Mills used data on both the legal and illegal US cannabis industry to estimate the total energy use and emissions generated by these indoor plant factories. He found they use around 596 petajoules per year. That’s a “remarkable” amount of energy, equivalent to about a third of current energy demand from US data centres, says Mills.

Generating that electricity, as well as the carbon dioxide pumped into indoor operations to fertilise cannabis plants, produces emissions equivalent to 44 million tonnes of CO2 per year – about the same as 6 million homes. For the average daily cannabis user – more than 17 million of whom live in the US – that would mean cannabis accounts for half their personal CO2 footprint.

Jeez. And here am I, someone who has never smoked weed in his long life, fretting about the carbon footprint of data centres!

Thanks to Sheila Hayman (Whom God Preserve) for spotting it.


Feedback

  • John Seeley read my claim that LLMs, like libraries, “help humans to access and utilise the accumulated knowledge of previous generations” and was reminded of something that George Jackson wrote in Soledad Brother when referring to libraries : “We, the humble representatives of future generations, have all the accumulated knowledge and thinking of previous generations to build our thoughts. “

  • A good friend who used to be a Blue Guide in Cambridge was struck by my piece on Wednesday about the statue of Henry VIII on Trinity’s Great Gate. “My stories about it,” she writes,

are that the original sceptre was removed by a student in May Week and a chair leg put in its place. The original sceptre (I understand) was never returned. Many years later, also in May Week, a student climbed up in the dark and replaced the chair leg with a bicycle pump. The following morning he telephoned the Porters’ Lodge anonymously and asked if ‘they had seen Henry this morning’. A reply in the negative prompted to ask the porter to go and look. A weary Porter returned to the telephone and said; “I’ve seen Henry” to which the student asked if he could go to the Master and tell him that the students thought a bicycle pump was more appropriate than a chair leg (Cambridge is after all a city for cyclists).

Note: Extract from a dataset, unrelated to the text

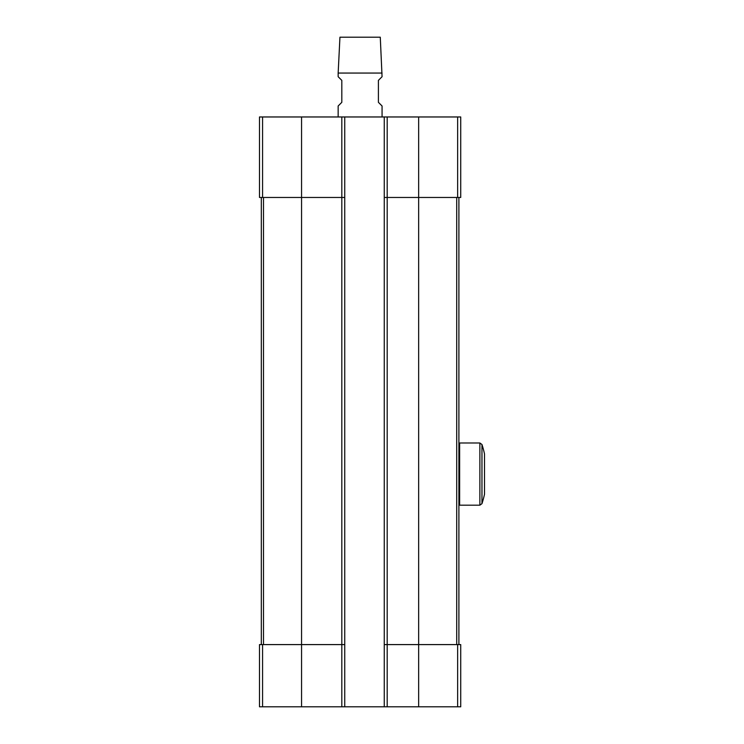 <?xml version="1.0" encoding="UTF-8"?>
<svg xmlns="http://www.w3.org/2000/svg" width="744" height="744" viewBox="0 0 744 744"><rect width="100%" height="100%" fill="white"/><g stroke="black" fill="none" stroke-linecap="round" stroke-linejoin="round"><path stroke-width="1.12" d="M262.576 116.966L262.576 197.467L259.489 197.467L259.489 116.966L460.731 116.966L460.731 197.467L418.649 197.467L418.649 644.592L460.731 644.592L460.731 706.8L384.257 706.8L384.257 644.592L418.649 644.592L418.649 706.8M262.576 197.467L301.562 197.467L301.562 644.592L259.489 644.592L259.489 706.8L384.257 706.8M301.562 706.8L301.562 644.592L344.742 644.592L344.742 706.8M301.562 116.966L301.562 197.467L344.742 197.467L344.742 644.592M344.742 116.966L344.742 197.467M384.257 116.966L384.257 644.592M384.257 197.467L418.649 197.467L418.649 116.966M261.311 197.467L261.311 644.592M458.899 197.467L458.899 644.592M382.063 73.061L338.157 73.061L339.943 37.2L380.277 37.2L382.063 76.716L378.408 80.38L378.408 102.328L382.063 105.992L382.063 116.966M338.157 116.966L338.157 105.992L341.812 102.328L341.812 80.38L338.157 76.716L338.157 73.061M481.963 444.503L481.963 503.669A95.446 95.446 0 0 0 484.511 494.211L484.511 453.961A95.446 95.446 0 0 0 481.963 444.503L479.871 442.987L459.634 442.987L459.634 505.185L479.871 505.185L479.871 442.987M262.576 644.592L262.576 706.8M341.812 116.966L341.812 706.8M387.187 116.966L387.187 706.8M457.634 644.592L457.634 706.8M457.634 116.966L457.634 197.467M263.497 197.467L263.497 644.592M456.714 197.467L456.714 644.592M481.963 503.669L479.871 505.185M458.899 504.46L459.634 505.185M458.899 443.712L459.634 442.987"/></g></svg>

The Porter duly went to the Master who gathered a number of Fellows to discuss this problem. I was told by someone that it was discussed for 50 minutes and the conclusion was that the chair leg was to be replaced as their Great Gate with a chair leg had become an official sight in Cambridge and a photograph was in all the guide books. Not so many years ago I had a group with me at the Great Gate in May Week and found that Henry’s right hand was empty. I asked the porter what had happened to the chair leg. He drew himself up to a great height and said: “That’s what we all want to know”!